The best way to script table manipulation tasks such as joins and subsets is to first perform the task interactively and then make a copy of the source JSL that is automatically generated by JMP. In many instances this code is sufficient, but sometimes you need to make the code more general, and that’s where things can get tricky.
In this post I will take you through the process of transforming the JMP-generated code into a more flexible piece of JSL.
So What’s The Problem?
I want to make a copy of a table, but to only copy specific columns. I can do that in JMP using Table>Subset. The resultant output table has a table script source attached to it:
1 2 3 4 5 |
Data Table( "Demo Data" ) << Subset( Output Table( "My Subset" ), All rows, columns( :Bioreactor, :Age, :Time, :Glucose ) ) |
This script works fine against my existing table Demo Data, but will not necessarily run correctly against other tables that I am working with. The reason is that different tables will contain different variables names: the column Glucose is specific to this table. Other tables will contain a different variable name. So I need to generalise the code to work with a variety of different tables and columns names.
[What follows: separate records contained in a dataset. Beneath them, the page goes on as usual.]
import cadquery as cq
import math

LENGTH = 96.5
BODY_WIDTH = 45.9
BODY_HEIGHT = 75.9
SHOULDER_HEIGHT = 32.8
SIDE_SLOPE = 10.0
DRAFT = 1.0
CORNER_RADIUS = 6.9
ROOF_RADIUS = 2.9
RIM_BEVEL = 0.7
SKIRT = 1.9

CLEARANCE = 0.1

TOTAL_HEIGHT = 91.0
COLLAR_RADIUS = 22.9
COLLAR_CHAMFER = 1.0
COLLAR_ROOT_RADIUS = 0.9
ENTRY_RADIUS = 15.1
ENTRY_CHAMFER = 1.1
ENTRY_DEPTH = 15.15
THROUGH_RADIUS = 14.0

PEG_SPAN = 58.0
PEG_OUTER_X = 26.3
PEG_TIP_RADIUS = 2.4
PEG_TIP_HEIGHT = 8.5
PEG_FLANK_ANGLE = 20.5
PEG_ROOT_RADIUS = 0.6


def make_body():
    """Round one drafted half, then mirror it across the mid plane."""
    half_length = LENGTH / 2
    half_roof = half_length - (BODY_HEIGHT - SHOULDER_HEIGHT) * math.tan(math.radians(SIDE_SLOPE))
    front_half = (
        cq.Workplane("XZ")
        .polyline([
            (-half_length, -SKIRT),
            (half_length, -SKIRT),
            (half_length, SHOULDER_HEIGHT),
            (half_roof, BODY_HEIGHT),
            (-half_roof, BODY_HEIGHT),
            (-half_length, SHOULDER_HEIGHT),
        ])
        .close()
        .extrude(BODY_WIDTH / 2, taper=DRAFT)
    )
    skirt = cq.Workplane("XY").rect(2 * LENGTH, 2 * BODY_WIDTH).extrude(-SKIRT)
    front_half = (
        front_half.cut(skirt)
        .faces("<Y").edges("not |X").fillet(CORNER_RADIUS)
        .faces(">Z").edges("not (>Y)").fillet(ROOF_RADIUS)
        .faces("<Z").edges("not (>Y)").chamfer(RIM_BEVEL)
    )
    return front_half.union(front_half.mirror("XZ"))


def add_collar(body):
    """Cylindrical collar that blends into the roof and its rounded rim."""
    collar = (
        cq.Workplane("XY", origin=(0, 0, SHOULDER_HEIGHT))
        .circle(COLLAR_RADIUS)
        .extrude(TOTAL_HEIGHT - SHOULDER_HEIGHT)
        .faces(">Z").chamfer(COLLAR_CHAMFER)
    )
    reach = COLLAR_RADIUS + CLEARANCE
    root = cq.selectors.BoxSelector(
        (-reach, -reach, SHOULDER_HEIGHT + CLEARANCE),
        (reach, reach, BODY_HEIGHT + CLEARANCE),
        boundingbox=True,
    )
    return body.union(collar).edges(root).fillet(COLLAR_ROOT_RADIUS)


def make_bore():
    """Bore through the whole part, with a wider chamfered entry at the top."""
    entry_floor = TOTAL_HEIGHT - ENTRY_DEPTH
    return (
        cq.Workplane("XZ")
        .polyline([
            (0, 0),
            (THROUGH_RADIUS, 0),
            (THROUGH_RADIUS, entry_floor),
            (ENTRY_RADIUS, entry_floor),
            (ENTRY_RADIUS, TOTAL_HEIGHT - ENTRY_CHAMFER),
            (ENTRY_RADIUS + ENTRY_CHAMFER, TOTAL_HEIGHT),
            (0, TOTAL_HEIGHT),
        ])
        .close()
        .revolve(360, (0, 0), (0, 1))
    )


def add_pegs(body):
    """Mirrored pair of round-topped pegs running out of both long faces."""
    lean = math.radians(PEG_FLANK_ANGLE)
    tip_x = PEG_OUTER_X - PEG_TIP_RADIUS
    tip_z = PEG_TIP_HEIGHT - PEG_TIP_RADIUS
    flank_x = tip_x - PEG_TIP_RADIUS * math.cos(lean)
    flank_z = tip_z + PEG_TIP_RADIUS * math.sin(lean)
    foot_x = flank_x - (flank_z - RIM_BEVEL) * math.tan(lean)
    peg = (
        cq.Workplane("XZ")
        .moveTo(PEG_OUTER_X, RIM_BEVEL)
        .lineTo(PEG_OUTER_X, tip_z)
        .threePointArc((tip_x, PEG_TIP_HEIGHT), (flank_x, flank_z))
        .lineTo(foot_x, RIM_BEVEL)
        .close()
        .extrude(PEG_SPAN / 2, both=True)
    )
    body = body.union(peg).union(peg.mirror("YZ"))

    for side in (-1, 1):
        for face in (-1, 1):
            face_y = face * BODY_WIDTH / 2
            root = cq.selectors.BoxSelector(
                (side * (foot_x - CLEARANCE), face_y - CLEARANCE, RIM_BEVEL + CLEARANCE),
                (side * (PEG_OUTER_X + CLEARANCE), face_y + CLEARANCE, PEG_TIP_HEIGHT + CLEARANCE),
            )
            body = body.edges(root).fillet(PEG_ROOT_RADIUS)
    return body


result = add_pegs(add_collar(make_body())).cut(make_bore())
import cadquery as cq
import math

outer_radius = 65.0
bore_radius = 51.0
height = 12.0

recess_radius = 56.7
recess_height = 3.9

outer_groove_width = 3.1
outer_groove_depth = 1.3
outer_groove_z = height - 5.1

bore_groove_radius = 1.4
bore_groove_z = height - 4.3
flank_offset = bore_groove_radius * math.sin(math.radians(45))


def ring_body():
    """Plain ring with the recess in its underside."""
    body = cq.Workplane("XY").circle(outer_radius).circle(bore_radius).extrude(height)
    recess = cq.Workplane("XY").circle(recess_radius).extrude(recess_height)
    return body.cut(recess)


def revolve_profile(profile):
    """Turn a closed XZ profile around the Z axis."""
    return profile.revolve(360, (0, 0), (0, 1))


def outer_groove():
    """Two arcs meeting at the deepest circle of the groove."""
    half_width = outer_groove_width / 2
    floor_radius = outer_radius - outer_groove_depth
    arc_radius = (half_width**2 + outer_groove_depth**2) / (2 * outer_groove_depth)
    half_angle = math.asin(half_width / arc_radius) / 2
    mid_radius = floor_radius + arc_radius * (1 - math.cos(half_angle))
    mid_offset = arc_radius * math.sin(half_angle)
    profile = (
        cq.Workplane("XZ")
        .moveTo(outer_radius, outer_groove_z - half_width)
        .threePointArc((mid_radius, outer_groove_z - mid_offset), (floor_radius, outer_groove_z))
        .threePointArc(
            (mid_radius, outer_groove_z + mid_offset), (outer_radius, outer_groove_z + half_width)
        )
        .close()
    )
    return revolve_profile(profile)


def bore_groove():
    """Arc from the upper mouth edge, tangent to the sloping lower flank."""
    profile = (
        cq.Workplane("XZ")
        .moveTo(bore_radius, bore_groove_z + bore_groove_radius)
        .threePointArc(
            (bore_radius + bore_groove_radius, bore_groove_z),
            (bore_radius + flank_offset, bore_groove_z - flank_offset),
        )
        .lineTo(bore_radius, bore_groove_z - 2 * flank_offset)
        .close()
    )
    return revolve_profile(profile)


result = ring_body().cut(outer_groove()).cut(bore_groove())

Step 1: Referencing the Source Table
The JMP-generated code hard-codes the name of the table acting as the source data table. In practice, my script will open the data table and return a table reference dt. For the purposes of testing, I will specify the table reference as the currently active data table. I’ll also take the opportunity to assign a table reference (dtSub) to the new output table.
1 2 3 4 5 6 |
dt = Current Data Table(); dtSub = dt << Subset( Output Table( "My Subset" ), All rows, columns( :Bioreactor, :Age, :Time, :Glucose ) ) |
Step 2: Handling Column References
This is the important step. Specifically I have a hard-coded reference to the column Glucose; I want to change the code so that the name of the column is stored in a variable var.
In most languages you would do the following:
1 2 3 4 5 6 |
dt = Current Data Table(); dtSub = dt << Subset( Output Table( "My Subset" ), All rows, columns( :Bioreactor, :Age, :Time, var ) ) |
However, this code will fail. The JMP log window will contain the message Column not found in access or evaluation of ‘Bad Argument’.
The solution is to explicitly evaluate the variable by replacing var with Eval(var);
1 2 3 4 5 6 7 |
dt = Current Data Table(); var = "Glucose"; dtSub = dt << Subset( Output Table( "My Subset" ), All rows, columns( :Bioreactor, :Age, :Time, Eval(var) ) ) |
Step 3: Generating the Variable
In the previous step I verified that the code successfully runs using a variable to store the column name. But the value is still hard-coded. Now I can derive the value from the actual table. For my data I know it will be the last column:
1 2 3 4 5 6 7 |
dt = Current Data Table(); var = Column(dt,NCols(dt)) << Get Name; dtSub = dt << Subset( Output Table( "My Subset" ), All rows, columns( :Bioreactor, :Age, :Time, Eval(var) ) ) |
Step 4: Being Thorough
The script will fail if the columns Bioreactor, Age and Time do not exist. If I am in a controlled environment, or using the script just for myself then almost certainly consider that to be an unlikely risk and not worry about it. However, if I want to generate “production quality” code then I could be more rigorous and explicitly check the for existence of these columns.
1 2 3 4 5 6 7 8 9 10 11 |
dt = Current Data Table(); lstMissing = Missing Columns(dt,"Bioreactor","Age","Time"); Assert(NItems(lstMissing)==0, "One or more required columns are missing" ); var = Column(dt,NCols(dt)) << Get Name; dtSub = dt << Subset( Output Table( "My Subset" ), All rows, columns( :Bioreactor, :Age, :Time, Eval(var) ) ) |
Here I am taking advantage of two user-defined functions: Missing Columns and Assert.
An Alternative to Step 3
In step 3 I used Eval(var) to substitute an individual column name. In practice I typically use a more general approach which is to use a variable for the entire list of columns.
First I rewrite the code to verify that the column specifications can be replaced with a list:
1 2 3 4 5 6 7 |
dt = Current Data Table(); colList = {"Bioreactor","Age","Time","Glucose"}; dtSub = dt << Subset( Output Table( "My Subset" ), All rows, columns( colList ) ) |
Now I am free to perform whatever tasks are necessary to generate the items within the list colList; for example:
1 2 3 4 5 6 7 8 9 |
dt = Current Data Table(); colList = {"Bioreactor","Age","Time"}; var = Column(dt,NCols(dt)) << Get Name; InsertInto(colList ,var); dtSub = dt << Subset( Output Table( "My Subset" ), All rows, columns( colList ) ) |
This might seem overly complicated. But the benefit is that I have totally decoupled the code that performs the table subset from the code that identifies the source columns.
Interessante Website. Das Design und die nuetzlichen Informationen gefallen mir besonders gut.
Maybe give an example of using this method where rows are filtered as well?